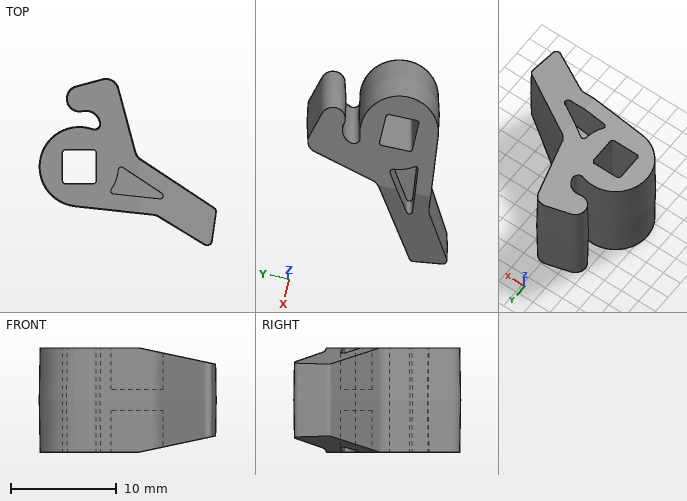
import cadquery as cq
import math

thickness = 9.91
half_thickness = thickness / 2
draft = 1.0

hub_radius = 3.81
square_hole_side = 3.2
square_hole_corner_radius = 0.3

tip_radius = 1.25
tip_center = (0.02, 6.44)
notch_radius = 1.34
notch_root_radius = 0.5
notch_flat = 0.12
notch_root_angle = 70.5

hook_tilt = 15.0
hook_top_normal = 90 + hook_tilt
tip_center_offset = (
    tip_center[1] * math.cos(math.radians(hook_tilt))
    - tip_center[0] * math.sin(math.radians(hook_tilt))
)
hook_top = (hook_top_normal, tip_center_offset + tip_radius)
hook_back = (hook_tilt, 5.52)
arm_upper = (56.5, 3.82)
arm_end = (-8.1, 13.46)
arm_lower = (-121.3, 0.17)
hub_lower = (-96.2, hub_radius)

hook_corner_radius = 1.25
hook_to_arm_radius = -1.2
arm_tip_radius = 0.5
arm_underside_radius = -1.25

wedge_start_x = 5.63
wedge_angle = 12.0
wedge_end_x = 15.0

pocket_wall = 1.6
pocket_inner_radius = 3.7
pocket_corner_radius = 0.3
pocket_web = 2.0

wedge_half_width = 10.0


def polar(angle, radius, center=(0.0, 0.0)):
    """Point at a direction and distance from a centre."""
    a = math.radians(angle)
    return (center[0] + radius * math.cos(a), center[1] + radius * math.sin(a))


def crossing(wall_a, wall_b, inset=0.0):
    """Point where two walls meet after both move inward by the inset."""
    (angle_a, dist_a), (angle_b, dist_b) = wall_a, wall_b
    ax, ay = polar(angle_a, 1)
    bx, by = polar(angle_b, 1)
    da = dist_a - inset
    db = dist_b - inset
    det = ax * by - ay * bx
    return ((da * by - db * ay) / det, (ax * db - bx * da) / det)


def rounded_corner(wall_a, wall_b, radius):
    """Start, middle and end of the arc that joins two walls."""
    center = crossing(wall_a, wall_b, radius)
    middle_angle = (wall_a[0] + wall_b[0]) / 2
    return [polar(a, radius, center) for a in (wall_a[0], middle_angle, wall_b[0])]


def direction(start, end):
    """Angle of the line from one point to another."""
    return math.degrees(math.atan2(end[1] - start[1], end[0] - start[0]))


def add_corners(path, corners):
    """Continue a path with straight walls joined by rounded corners."""
    for wall_a, wall_b, radius in corners:
        start, middle, end = rounded_corner(wall_a, wall_b, radius)
        path = path.lineTo(*start).threePointArc(middle, end)
    return path


def add_arc(path, center, radius, start_angle, end_angle):
    """Continue a path along an arc from its start angle to its end angle."""
    middle = polar((start_angle + end_angle) / 2, radius, center)
    return path.threePointArc(middle, polar(end_angle, radius, center))


def lever_outline():
    """Outline at the mid-plane, clockwise from the top of the hook tip."""
    root_center = polar(notch_root_angle, hub_radius + notch_root_radius)
    to_tip = tip_radius + notch_radius
    radius_step = notch_radius - notch_root_radius
    to_root = math.hypot(radius_step, notch_flat)
    span = math.dist(tip_center, root_center)
    cos_at_tip = (to_tip**2 + span**2 - to_root**2) / (2 * to_tip * span)
    tip_to_notch = direction(tip_center, root_center) - math.degrees(math.acos(cos_at_tip))
    notch_center = polar(tip_to_notch, to_tip, tip_center)
    flat_turn = math.degrees(math.atan2(notch_flat, radius_step))
    flat_normal = direction(notch_center, root_center) + flat_turn

    path = cq.Workplane("XY").moveTo(*polar(hook_top_normal, tip_radius, tip_center))
    path = add_corners(path, [
        (hook_top, hook_back, hook_corner_radius),
        (hook_back, arm_upper, hook_to_arm_radius),
        (arm_upper, arm_end, arm_tip_radius),
        (arm_end, arm_lower, arm_tip_radius),
        (arm_lower, hub_lower, arm_underside_radius),
    ])
    path = path.lineTo(*polar(hub_lower[0], hub_radius))
    path = add_arc(path, (0, 0), hub_radius, hub_lower[0], notch_root_angle - 360)
    path = add_arc(path, root_center, notch_root_radius, notch_root_angle - 180, flat_normal)
    path = path.lineTo(*polar(flat_normal, notch_radius, notch_center))
    path = add_arc(path, notch_center, notch_radius, flat_normal, tip_to_notch + 180)
    path = add_arc(path, tip_center, tip_radius, tip_to_notch, hook_top_normal - 360)
    return path.close()


def mirrored(solid):
    """A solid together with its mirror image below the mid-plane."""
    return solid.union(solid.mirror("XY"))


def lever_body():
    return mirrored(lever_outline().extrude(half_thickness, taper=draft))


def square_hole():
    return (
        cq.Workplane("XY")
        .rect(square_hole_side, square_hole_side)
        .extrude(half_thickness, both=True)
        .edges("|Z")
        .fillet(square_hole_corner_radius)
    )


def arm_wedges():
    drop = (wedge_end_x - wedge_start_x) * math.tan(math.radians(wedge_angle))
    wedge = (
        cq.Workplane("XZ")
        .moveTo(wedge_start_x, half_thickness)
        .lineTo(wedge_end_x, half_thickness)
        .lineTo(wedge_end_x, half_thickness - drop)
        .close()
        .extrude(wedge_half_width, both=True)
    )
    return mirrored(wedge)


def pockets():
    """Opposite pockets, bounded by an arc about the hub and two lines parallel to the arm's flanks."""
    upper = (arm_upper[0], arm_upper[1] - pocket_wall)
    lower = (hub_lower[0], hub_lower[1] - pocket_wall)
    depth = (thickness - pocket_web) / 2
    upper_start = polar(upper[0], upper[1])
    lower_start = polar(lower[0], lower[1])
    pocket = (
        cq.Workplane("XY", origin=(0, 0, half_thickness - depth))
        .polyline([upper_start, crossing(upper, lower), lower_start])
        .close()
        .extrude(depth)
        .cut(cq.Workplane("XY").circle(pocket_inner_radius).extrude(half_thickness))
        .edges("|Z")
        .fillet(pocket_corner_radius)
    )
    return mirrored(pocket)


result = lever_body().cut(arm_wedges()).cut(square_hole()).cut(pockets())
# # # #
## Exercise description
Line by line, retype the records above exactly, minus the images.

## Expected answer
import cadquery as cq
import math

thickness = 9.91
half_thickness = thickness / 2
draft = 1.0

hub_radius = 3.81
square_hole_side = 3.2
square_hole_corner_radius = 0.3

tip_radius = 1.25
tip_center = (0.02, 6.44)
notch_radius = 1.34
notch_root_radius = 0.5
notch_flat = 0.12
notch_root_angle = 70.5

hook_tilt = 15.0
hook_top_normal = 90 + hook_tilt
tip_center_offset = (
    tip_center[1] * math.cos(math.radians(hook_tilt))
    - tip_center[0] * math.sin(math.radians(hook_tilt))
)
hook_top = (hook_top_normal, tip_center_offset + tip_radius)
hook_back = (hook_tilt, 5.52)
arm_upper = (56.5, 3.82)
arm_end = (-8.1, 13.46)
arm_lower = (-121.3, 0.17)
hub_lower = (-96.2, hub_radius)

hook_corner_radius = 1.25
hook_to_arm_radius = -1.2
arm_tip_radius = 0.5
arm_underside_radius = -1.25

wedge_start_x = 5.63
wedge_angle = 12.0
wedge_end_x = 15.0

pocket_wall = 1.6
pocket_inner_radius = 3.7
pocket_corner_radius = 0.3
pocket_web = 2.0

wedge_half_width = 10.0


def polar(angle, radius, center=(0.0, 0.0)):
    """Point at a direction and distance from a centre."""
    a = math.radians(angle)
    return (center[0] + radius * math.cos(a), center[1] + radius * math.sin(a))


def crossing(wall_a, wall_b, inset=0.0):
    """Point where two walls meet after both move inward by the inset."""
    (angle_a, dist_a), (angle_b, dist_b) = wall_a, wall_b
    ax, ay = polar(angle_a, 1)
    bx, by = polar(angle_b, 1)
    da = dist_a - inset
    db = dist_b - inset
    det = ax * by - ay * bx
    return ((da * by - db * ay) / det, (ax * db - bx * da) / det)


def rounded_corner(wall_a, wall_b, radius):
    """Start, middle and end of the arc that joins two walls."""
    center = crossing(wall_a, wall_b, radius)
    middle_angle = (wall_a[0] + wall_b[0]) / 2
    return [polar(a, radius, center) for a in (wall_a[0], middle_angle, wall_b[0])]


def direction(start, end):
    """Angle of the line from one point to another."""
    return math.degrees(math.atan2(end[1] - start[1], end[0] - start[0]))


def add_corners(path, corners):
    """Continue a path with straight walls joined by rounded corners."""
    for wall_a, wall_b, radius in corners:
        start, middle, end = rounded_corner(wall_a, wall_b, radius)
        path = path.lineTo(*start).threePointArc(middle, end)
    return path


def add_arc(path, center, radius, start_angle, end_angle):
    """Continue a path along an arc from its start angle to its end angle."""
    middle = polar((start_angle + end_angle) / 2, radius, center)
    return path.threePointArc(middle, polar(end_angle, radius, center))


def lever_outline():
    """Outline at the mid-plane, clockwise from the top of the hook tip."""
    root_center = polar(notch_root_angle, hub_radius + notch_root_radius)
    to_tip = tip_radius + notch_radius
    radius_step = notch_radius - notch_root_radius
    to_root = math.hypot(radius_step, notch_flat)
    span = math.dist(tip_center, root_center)
    cos_at_tip = (to_tip**2 + span**2 - to_root**2) / (2 * to_tip * span)
    tip_to_notch = direction(tip_center, root_center) - math.degrees(math.acos(cos_at_tip))
    notch_center = polar(tip_to_notch, to_tip, tip_center)
    flat_turn = math.degrees(math.atan2(notch_flat, radius_step))
    flat_normal = direction(notch_center, root_center) + flat_turn

    path = cq.Workplane("XY").moveTo(*polar(hook_top_normal, tip_radius, tip_center))
    path = add_corners(path, [
        (hook_top, hook_back, hook_corner_radius),
        (hook_back, arm_upper, hook_to_arm_radius),
        (arm_upper, arm_end, arm_tip_radius),
        (arm_end, arm_lower, arm_tip_radius),
        (arm_lower, hub_lower, arm_underside_radius),
    ])
    path = path.lineTo(*polar(hub_lower[0], hub_radius))
    path = add_arc(path, (0, 0), hub_radius, hub_lower[0], notch_root_angle - 360)
    path = add_arc(path, root_center, notch_root_radius, notch_root_angle - 180, flat_normal)
    path = path.lineTo(*polar(flat_normal, notch_radius, notch_center))
    path = add_arc(path, notch_center, notch_radius, flat_normal, tip_to_notch + 180)
    path = add_arc(path, tip_center, tip_radius, tip_to_notch, hook_top_normal - 360)
    return path.close()


def mirrored(solid):
    """A solid together with its mirror image below the mid-plane."""
    return solid.union(solid.mirror("XY"))


def lever_body():
    return mirrored(lever_outline().extrude(half_thickness, taper=draft))


def square_hole():
    return (
        cq.Workplane("XY")
        .rect(square_hole_side, square_hole_side)
        .extrude(half_thickness, both=True)
        .edges("|Z")
        .fillet(square_hole_corner_radius)
    )


def arm_wedges():
    drop = (wedge_end_x - wedge_start_x) * math.tan(math.radians(wedge_angle))
    wedge = (
        cq.Workplane("XZ")
        .moveTo(wedge_start_x, half_thickness)
        .lineTo(wedge_end_x, half_thickness)
        .lineTo(wedge_end_x, half_thickness - drop)
        .close()
        .extrude(wedge_half_width, both=True)
    )
    return mirrored(wedge)


def pockets():
    """Opposite pockets, bounded by an arc about the hub and two lines parallel to the arm's flanks."""
    upper = (arm_upper[0], arm_upper[1] - pocket_wall)
    lower = (hub_lower[0], hub_lower[1] - pocket_wall)
    depth = (thickness - pocket_web) / 2
    upper_start = polar(upper[0], upper[1])
    lower_start = polar(lower[0], lower[1])
    pocket = (
        cq.Workplane("XY", origin=(0, 0, half_thickness - depth))
        .polyline([upper_start, crossing(upper, lower), lower_start])
        .close()
        .extrude(depth)
        .cut(cq.Workplane("XY").circle(pocket_inner_radius).extrude(half_thickness))
        .edges("|Z")
        .fillet(pocket_corner_radius)
    )
    return mirrored(pocket)


result = lever_body().cut(arm_wedges()).cut(square_hole()).cut(pockets())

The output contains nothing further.